Gao's commentary on the Strategies of the Warring States appears to have been its first. It is now lost, except for the parts that were included in the later Song-era commentary by Yao Hong.

==Legacy==
Current editions of the Huainanzi derive in part from copies of Gao's commentaries on it. He commented on all 21 chapters of the original text, but only 13 survive in full. Although the authenticity and completeness of the eight chapters now taken from Xu Shen's alleged commentary are both questioned, Gao's chapters are thought to represent survivals of a genuine copy of the original text.
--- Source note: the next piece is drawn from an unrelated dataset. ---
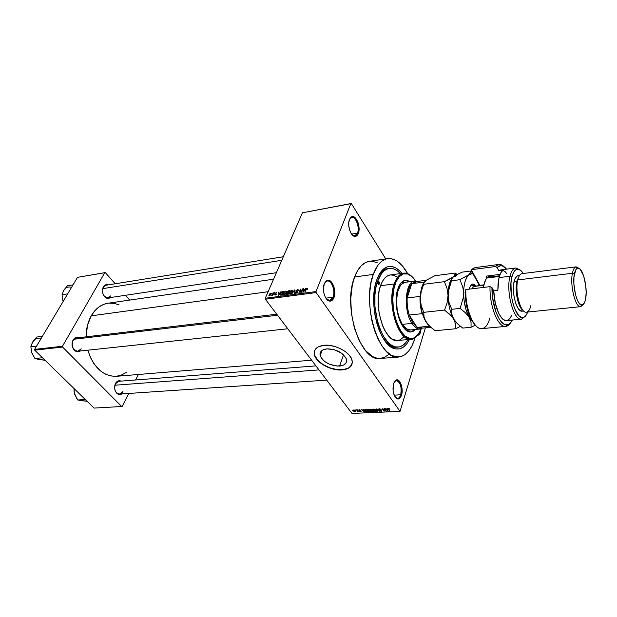 <?xml version="1.0" encoding="UTF-8"?>
<svg xmlns="http://www.w3.org/2000/svg" width="617" height="617" viewBox="0 0 617 617"><rect width="100%" height="100%" fill="white"/><g stroke="black" fill="none" stroke-linecap="round" stroke-linejoin="round"><path stroke-width="0.93" d="M352.122 234.792L353.857 235.779C355.423 236.08 356.626 235.185 357.467 233.103L358.33 233.465C357.428 235.702 356.14 236.658 354.459 236.342C350.371 235.725 347.124 224.804 349.477 219.444L348.759 222.683L348.836 226.508L350.387 232.061L352.13 234.792L354.135 236.249L356.102 236.211L357.721 234.707L359.017 230.257L358.091 222.722L355.716 218.279L353.726 216.783L352.716 216.575L350.865 217.307L349.477 219.444L351.25 217.014C355.631 213.667 361.215 226.786 358.33 233.465L357.467 233.103L354.837 235.825L352.122 234.792M418.496 334.098L419.599 332.285L418.496 334.098M420.578 332.031C419.907 334.144 418.928 335.239 417.632 335.309L418.796 334.931L420.1 333.28L421.103 328.969L420.578 332.031L419.884 331.738L420.578 332.031M395.343 397.325L396.708 398.273C398.443 398.736 399.77 397.579 400.695 394.795L401.52 395.15C400.533 398.127 399.106 399.369 397.255 398.875C393.453 396.021 392.219 390.947 393.561 383.651L393.052 390.792L394.464 395.867L396.916 398.736L398.721 398.906L400.333 397.649L401.891 393.546L401.69 386.288L399.893 381.823L397.302 379.895L394.772 381.167L393.561 383.651L395.998 380.118C399.847 377.828 403.749 388.548 401.52 395.15L400.695 394.795C399.97 397.055 398.921 398.258 397.556 398.405L395.343 397.325M326.47 298.983L328.591 300.402C330.519 300.857 332.008 299.793 333.057 297.224L333.967 297.61C332.841 300.363 331.244 301.505 329.185 301.019C324.866 300.101 321.835 289.358 324.303 283.658L323.424 289.211L323.933 293.322L325.244 297.024L327.149 299.746L329.347 301.065L331.506 300.795L333.296 298.998L334.738 294.108L334.661 290.098L333.758 286.172L331.175 281.707L328.992 280.326L327.882 280.226L325.845 281.213L324.303 283.658L326.54 280.673C331.391 277.241 337.075 290.352 333.967 297.61L333.057 297.224L329.779 300.51L326.47 298.983M339.527 366.082C329.864 365.742 323.401 362.248 320.161 355.593C319.467 351.806 321.704 349.561 326.871 348.86L334.522 349.754L341.756 353.302L346.075 358.276L346.569 359.95L346.021 362.943L343.538 365.094L337.137 366.097L329.486 364.246L324.935 361.693L321.627 358.508L320.061 355.161L320.022 353.58L321.449 350.911L322.876 349.924L326.871 348.86C336.473 349.099 342.983 352.523 346.392 359.148C347.178 363.128 344.895 365.441 339.527 366.082L343.546 354.806L339.527 366.082M314.647 350.587L314.516 354.644C316.174 362.595 331.283 370.786 342.204 369.722L342.127 369.93C331.213 370.994 316.097 362.804 314.439 354.852C313.482 349.484 316.675 346.291 324.01 345.273L318.287 346.823L315.495 349.091L314.493 351.019L314.2 353.194L315.125 356.719L317.57 360.313L319.953 362.588L327.812 367.292L336.921 369.768L345.219 369.452L347.872 368.534L350.795 366.382L352.346 362.356L351.582 358.801L349.207 355.122L345.412 351.651L340.53 348.698L335 346.538L329.324 345.366L324.01 345.273C334.715 343.985 350.07 352.068 351.998 359.942C353.155 365.696 349.87 369.028 342.127 369.93L342.204 369.722C347.41 369.259 350.687 367.416 352.029 364.207L349.068 367.709L343.8 369.544L336.998 369.56L329.671 367.786L322.899 364.47L317.647 360.104L314.716 355.315L314.277 352.986L314.647 350.587M110.875 295.79L108.075 297.895C103.224 296.808 101.612 293.283 103.247 287.321C101.751 290.846 102.306 294.024 104.905 296.846L105.098 297.232C102.283 294.17 101.682 290.73 103.301 286.905L105.985 285.255M103.371 286.789L103.247 287.321L103.371 286.789C104.635 284.869 106.263 284.236 108.245 284.892L105.63 284.83L103.957 285.995L102.808 288L102.445 291.91L103.162 294.525L105.407 297.471L108.322 298.397L110.343 297.556C108.669 298.782 106.918 298.674 105.098 297.232M79.007 338.648C76.67 337.406 74.703 337.946 73.084 340.283L73.13 339.874C74.618 337.638 76.5 336.921 78.775 337.715L76.601 337.414L73.755 339.011L72.505 341.193L72.104 345.327L73.523 349.207L75.274 350.98L77.349 351.767L80.272 350.996C78.236 352.276 76.238 351.991 74.287 350.147C71.803 347.039 71.387 343.661 73.045 340.013L73.007 340.414C71.479 343.777 71.857 346.893 74.148 349.762C76.84 352.029 79.192 351.705 81.205 348.806L77.819 351.258C72.806 350.101 71.202 346.484 73.007 340.414L76.323 338M116.027 382.602L115.425 383.813L116.027 382.602C117.469 380.797 119.143 380.303 121.04 381.113L118.719 380.782L116.135 382.463L114.7 385.903L114.662 388.617L115.371 391.186L117.577 393.908L119.474 394.572L121.842 393.916C120.06 394.996 118.341 394.749 116.682 393.168C114.4 390.291 114.006 387.052 115.495 383.458L115.425 383.813C114.052 387.129 114.415 390.114 116.528 392.767C118.988 394.818 121.125 394.394 122.945 391.51L119.559 394.07C115.186 392.906 113.806 389.481 115.425 383.813L118.757 381.298L315.943 365.889M325.861 298.134L333.057 297.224L325.861 298.134M394.147 395.15L400.695 394.795L394.147 395.15M351.567 234.098L357.467 233.103L351.567 234.098M398.196 347.086C382.741 350.402 368.202 305.23 377.643 281.221L375.938 287.591L374.951 294.81L374.943 306.556L377.635 322.205L380.018 329.277L382.956 335.455L388.124 342.504L391.872 345.481L395.674 346.955L399.392 346.901L402.87 345.35L405.994 342.396L407.899 339.566C405.238 344.17 402.006 346.677 398.196 347.086L396.446 347.24C392.975 347.51 389.512 345.89 386.08 342.373L393.006 346.893L397.317 347.116M409.449 339.427C405.654 347.001 400.757 350.094 394.772 348.705C379.478 346.044 367.84 302.662 376.771 279.863L380.712 272.058L384.005 268.626L387.653 266.745L391.525 266.451L395.451 267.739L399.299 270.516L401.937 273.362C396.538 266.837 391.078 264.917 385.548 267.616C381.9 269.652 378.977 273.74 376.771 279.863L374.974 286.558L373.941 294.139L373.925 306.495L374.951 314.878L376.756 322.961L379.262 330.396L382.355 336.882L387.8 344.278L391.733 347.394L395.728 348.929L399.631 348.86L403.279 347.224L406.557 344.109L409.449 339.427M398.821 356.988C379.555 361.13 361.3 304.343 373.27 274.403L371.095 282.393L369.838 291.463L369.575 301.243L370.308 311.307L372.012 321.226L374.619 330.565L378.005 338.926L382.016 345.975L386.466 351.42L391.178 355.083L395.944 356.857L400.587 356.703L404.922 354.69L408.793 350.934L412.079 345.605L414.67 338.934C411.169 350.016 405.886 356.04 398.821 356.988L380.342 358.462C360.675 362.595 342.288 306.595 354.59 276.987L357.659 270.477L361.415 265.588L365.688 262.48L369.328 261.346C363.135 262.387 358.23 267.601 354.59 276.987L373.27 274.403C376.802 264.917 381.591 259.657 387.638 258.639C394.996 257.983 401.675 262.989 407.683 273.639L402.369 265.865L397.919 261.685L395.613 260.22L390.939 258.631L386.327 258.909L381.954 261.091L378.013 265.133L373.27 274.403L354.59 276.987L352.346 284.884L350.757 298.613L351.435 313.444L354.351 327.935L359.187 340.684L365.457 350.525L372.552 356.603L377.411 358.338L379.802 358.492L384.406 357.405L388.625 354.52M321.681 351.505L321.218 351.142L321.681 351.505M107.983 303.232L103.833 304.312L99.067 306.888L94.81 310.775L91.239 315.835L268.117 291.718L91.239 315.835L87.521 325.198L86.072 336.843C86.149 328.892 87.876 321.889 91.239 315.835C95.55 308.539 101.119 304.335 107.952 303.24L273.555 279.2M351.358 203.579L385.741 258.916L351.358 203.579L350.88 203.564L316.02 291.571L265.279 298.258L302.423 212.796L351.358 203.579M265.395 299.23L316.143 292.581L400.024 411.385L351.991 413.436L265.395 299.23L265.279 298.258L302.423 212.796L350.88 203.564L316.02 291.571L316.143 292.581L316.02 291.571L265.279 298.258L265.395 299.23L351.991 413.436L400.024 411.385L316.143 292.581L265.395 299.23M353.765 409.95L353.256 410.32L353.834 411.284L355.585 411.755L354.405 410.066L353.279 410.467L353.556 410.968L355.207 411.871L355.7 411.346L353.765 409.95M356.572 409.858L357.521 411.2L357.189 411.678L358.307 411.701L356.911 409.842L357.528 411.231L357.189 411.678L358.307 411.701L356.572 409.858M359.217 409.703L358.708 409.997L359.048 410.552L360.768 411.169L359.595 411.238L361.099 411.5L360.829 410.853L359.156 410.282L360.498 410.266L359.696 409.75L358.847 410.344L360.775 411.184L359.487 411.13L360.675 411.632L361.153 411.254L359.156 410.282L360.498 410.266L359.217 409.703M365.341 409.457L364.608 409.943L365.503 411.369L368.256 411.986L366.351 409.41L364.647 410.174L365.009 410.822L366.714 412.002L368.256 411.986L366.351 409.41L365.341 409.457M370.956 409.21L370.308 409.719L371.673 411.431L373.933 411.74L372.036 409.156L370.308 409.719L371.426 411.184L373.933 411.74L372.036 409.156L370.956 409.21M376.547 408.955L377.342 411.593L376.956 409.248L379.81 411.485L376.887 408.94L377.342 411.593L376.956 409.248L379.81 411.485L376.547 408.955M384.044 408.616L385.548 410.706L382.178 408.701L384.059 411.3L382.902 409.202L386.273 411.207L384.391 408.601L385.548 410.706L382.178 408.701L384.059 411.3L382.902 409.202L386.273 411.207L384.044 408.616M389.204 408.539L388.085 408.855L389.959 411.045L388.471 408.863L389.743 409.002L388.509 408.377L388.078 408.832L389.959 411.045L388.479 408.901L389.867 409.164L389.204 408.539M387.006 408.485L387.26 409.279L384.8 408.585L388.178 411.123L387.376 408.469L387.26 409.279L384.8 408.585L388.178 411.123L387.006 408.485M379.332 408.793L378.691 409.04L378.954 409.781L381.53 410.876L379.841 410.876L381.877 411.277L381.568 410.452L379.131 409.58L379.702 409.102L381.129 409.619L379.995 408.863L379.332 408.793L378.784 409.595L381.522 410.837L379.71 410.729L381.329 411.454L381.938 410.945L379.131 409.58L379.517 409.102L381.129 409.619L379.332 408.793M375.144 409.403L373.57 409.079L373.254 410.066L374.573 411.385L376.2 411.608L376.416 410.737L375.252 409.464L373.848 409.04L373.169 409.858L375.792 411.693L376.478 410.891L375.144 409.403M369.444 409.657L367.871 409.341L367.57 410.313L368.889 411.632L370.508 411.855L370.709 410.984L369.444 409.657L368.148 409.295L367.477 410.097L370.1 411.94L370.778 411.161L369.444 409.657M363.482 409.541L363.76 410.328L361.346 409.642L364.709 412.141L363.845 409.526L363.76 410.328L361.346 409.642L364.709 412.141L363.482 409.541M357.544 409.811L358.161 410.158L357.544 409.811M355.215 409.919L355.832 410.266L355.215 409.919M352.022 410.058L352.639 410.413L352.022 410.058M425.398 327.835L400.024 411.385L425.398 327.835M272.143 292.982L271.92 293.491L272.143 292.982M274.58 292.651L274.364 293.168L274.58 292.651M280.804 291.81L280.041 292.928L278.791 293.098L278.568 292.111L278.174 295.574L281.182 291.756L280.041 292.928L278.791 293.098L278.568 292.111L278.552 295.528L280.804 291.81M286.55 291.525L285.671 291.108L284.321 291.949L283.45 293.453L283.519 294.664L285.1 294.432L286.504 292.404L286.55 291.525L285.748 291.101L284.476 291.795L283.326 294.101L284.175 294.826L286.388 292.728L286.55 291.525M292.543 290.723L291.733 290.291L290.453 290.985L289.427 292.659L289.504 293.869L291.101 293.638L292.504 291.594L292.543 290.723L291.733 290.291L290.453 290.985L289.311 293.291L290.167 294.031L292.389 291.918L292.543 290.723M297.494 289.512L295.828 290.985L297.116 291.748L297.055 292.273L296.029 292.844L295.35 292.311L295.427 293.168L297.386 292.311L297.487 291.479L296.229 290.946L297.209 289.951L298.204 290.584L298.25 289.751L297.494 289.512L298.227 290.53L297.494 289.512L295.813 291.108L297.116 292.149L296.175 292.828L295.35 292.311L295.25 292.767L296.013 293.26L297.479 292.111L296.229 290.885L297.286 289.944L298.204 290.584L298.327 290.067L297.494 289.512M305.523 288.471L304.752 289.612L303.464 289.789L303.587 288.733L303.194 288.787L302.893 292.304L305.909 288.417L304.752 289.612L303.464 289.789L303.587 288.733L303.194 288.787L302.893 292.304L305.523 288.471M307.636 288.386L306.263 288.725L304.798 292.049L306.495 288.91L307.135 288.656L307.104 289.342L307.497 289.242L307.636 288.386L307.15 288.208L305.808 289.55L305.168 292.003L306.448 288.972L306.957 288.64L307.497 289.242L307.636 288.386M302.399 288.895L301.204 291.833L300.834 289.103L300.44 289.157L298.937 292.828L300.51 289.836L300.88 292.566L301.273 292.52L302.77 288.841L301.204 291.833L300.834 289.103L300.44 289.157L298.937 292.828L300.51 289.836L300.88 292.566L301.273 292.52L302.399 288.895M294.517 289.959L291.849 293.769L294.548 290.36L294.456 293.422L294.517 289.959L294.826 290.376L294.517 289.959L291.849 293.769L294.548 290.36L294.456 293.422L294.517 289.959M288.648 290.754L287.198 291.756L286.573 294.332L288.255 294.24L289.782 290.599L287.098 291.964L286.419 293.977L288.255 294.24L289.782 290.599L288.648 290.754M282.756 291.548L280.936 292.928L280.619 295.142L282.285 295.034L283.812 291.401L282.756 291.548L283.026 291.91L282.756 291.548L280.619 293.561L280.357 294.587L280.727 295.173L282.285 295.034L283.812 291.401L282.756 291.548M276.385 292.365L275.074 293.623L275.984 294.324L274.727 294.44L274.82 295.026L276.331 294.294L275.506 293.337L276.1 292.759L276.894 293.09L276.385 292.365L276.902 293.06L276.385 292.365L275.066 293.677L275.984 294.324L274.665 294.772L275.236 295.08L276.362 294.224L275.506 293.36L276.2 292.743L276.894 293.09L276.385 292.365M273.562 292.79L271.765 295.458L272.614 294.988L272.791 295.358L273.917 292.736L271.711 295.42L272.791 295.358L273.562 292.79M270.662 293.137L269.32 294.178L269.089 295.782L270.832 294.818L271.256 293.491L270.662 293.137L271.233 293.893L270.662 293.137L268.896 295.381L269.498 295.844L271.071 294.355L271.264 293.599L270.662 293.137M34.722 350.171L62.572 347.047L121.688 406.51L94.062 408.084L34.722 350.171L34.621 349.399L77.511 277.341L104.797 272.66L62.471 346.253L34.621 349.399L77.511 277.341L105.345 272.629L115.225 283.774L105.345 272.629L104.797 272.66L62.471 346.253L62.572 347.047L62.471 346.253L34.621 349.399L34.722 350.171L94.062 408.084L121.688 406.51L62.572 347.047L34.722 350.171M138.347 374.496L135.578 379.979L138.347 374.496M128.768 393.445L122.22 406.395L121.688 406.51L122.22 406.395L128.768 393.445M125.444 295.296L129.686 300.086L125.444 295.296M119.104 304.883L114.114 303.34L108.916 303.124M311.624 360.197L116.258 376.316C103.054 376.316 93.576 367.609 87.83 350.186L90.421 357.428L93.792 363.506L100.201 370.709L105.114 373.979L110.296 375.876L115.541 376.362L120.647 375.429L126.763 372.205M320.531 354.598L319.976 354.143L320.531 354.598M384.753 268.935L384.306 268.418M377.434 262.881L372.668 261.33L370.293 261.246M393.368 348.219L393.7 347.602L393.368 348.219M378.499 275.737C381.059 271.542 384.067 269.189 387.515 268.673L384.237 269.783L378.499 275.737M349.546 219.274L351.775 217.377C355.847 216.274 359.881 227.496 357.467 233.103C360.166 226.863 354.945 214.623 350.857 217.747L349.546 219.274M394.309 381.877L396.353 380.55C400.448 382.262 401.891 387.013 400.695 394.795C402.785 388.641 399.137 378.637 395.536 380.774L394.309 381.877M324.434 283.342L327.249 281.02C331.668 280.049 335.625 291.193 333.057 297.224C335.972 290.453 330.65 278.213 326.123 281.429L324.434 283.342M307.621 288.872L307.15 288.208L307.621 288.872M303.525 289.25L303.194 288.787L303.525 289.25M304.451 290.059L303.371 292.119L303.417 290.198L304.621 290.298L303.217 291.895L303.417 290.198L304.451 290.059M301.034 290.553L300.51 289.836L301.034 290.553M300.934 289.851L300.44 289.157L300.934 289.851M297.502 292.049L296.908 291.239L297.502 292.049M296.037 293.252L295.35 292.311L296.037 293.252M297.44 292.196L297.147 291.795L297.44 292.196M296.546 291.61L295.905 290.723L296.546 291.61M292.551 291.417L291.733 290.291L292.551 291.417M292.018 291.964L290.576 293.923L289.712 293.114L291.556 290.715L292.234 292.257L290.761 293.476L289.805 293.422L290.013 292.065L290.993 290.923L292.057 290.846L292.018 291.964M287.082 294.394L286.504 293.607L287.082 294.394M287.36 292.99L288.525 292.774L288.293 294.162L287.437 293.947L287.707 294.317L286.836 293.754L287.746 292.882L287.098 291.964L288.748 293.075L287.09 293.977L287.352 292.99M289.234 291.07L288.926 292.651L287.391 292.188L288.07 291.27L289.234 291.07L288.702 292.35L287.468 292.389L287.861 291.394L289.234 291.07M286.558 292.203L285.748 291.101L286.558 292.203M286.026 292.767L284.584 294.718L283.735 293.908L285.571 291.525L286.234 293.052L284.784 294.263L283.82 294.216L284.036 292.867L285.015 291.733L286.064 291.656L286.026 292.767M280.843 293.869L281.491 292.612L283.272 291.872L282.316 294.949L280.974 294.741L281.29 295.165L280.974 293.515L282.015 292.149L283.488 292.173L282.1 294.656L280.905 294.702L280.843 293.877M278.876 292.527L278.568 292.111L278.876 292.527M279.74 293.368L278.653 295.389L278.737 293.507L279.902 293.592L278.498 295.181L278.737 293.507L279.74 293.368M276.262 294.417L275.529 293.437L276.262 294.417M276.354 294.247L275.822 293.538L276.354 294.247M275.205 295.08L274.727 294.44L275.205 295.08M275.691 294.039L275.159 293.33L275.691 294.039M270.716 294.402L269.868 295.736L269.29 295.165L270.493 293.507L270.917 294.671L269.32 295.312L270.138 293.661L270.77 293.569L270.716 294.402M387.993 410.521L387.8 411.138L387.993 410.521M387.445 408.685L387.26 409.279L387.445 408.685M387.36 409.588L387.769 410.86L387.931 410.32L387.769 410.86L386.373 409.634L387.36 409.588L387.538 409.009L387.769 410.86L386.373 409.634L387.36 409.588M381.453 411.069L381.329 411.454L381.453 411.069M379.031 408.832L378.784 409.595L379.031 408.832M377.527 411.007L377.342 411.593L377.527 411.007M375.907 411.315L375.792 411.693L375.907 411.315L374.403 410.999L373.563 409.935L374.164 409.056L375.784 410.29L376.077 410.814L374.951 411.292L373.617 409.526L375.884 409.973L375.9 411.323M373.601 410.035L373.478 410.428L373.601 410.035M371.673 410.413L371.426 411.184L371.673 410.413M371.473 410.398L371.311 410.961M370.717 409.225L370.462 410.012L370.717 409.225M372.799 410.683L373.362 411.454L371.658 410.976L371.912 410.413L372.907 410.344L373.362 411.454L371.773 411.169L372.799 410.683M371.912 409.48L372.575 410.382L370.709 409.819L370.948 409.21L372.012 409.156L372.575 410.382L370.809 409.997L371.912 409.48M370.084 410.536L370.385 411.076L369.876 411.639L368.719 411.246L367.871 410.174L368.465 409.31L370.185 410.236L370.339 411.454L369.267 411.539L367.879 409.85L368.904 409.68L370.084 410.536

The sinologist Victor Mair considers Gao You responsible for the current organization of the Strategies of the Warring States.

Gao's commentaries on the Huainanzi and Master Lü's Spring and Autumn Annals include numerous asides on the pronunciation of certain characters, particularly in his local dialect. His notes on the Huainanzi also includes material on the peculiarities of the usual dialect in the former area of Chu. Baxter and Sagart have used some of these notes in their reconstruction of the pronunciation of old Chinese.

Gao's note that his copy of Master Lü's Spring and Autumn Annals, which he considered in "poor condition", consisted of 173,054 characters is significant to scholarship concerning that text, since it makes his edition about a third longer than any currently existing.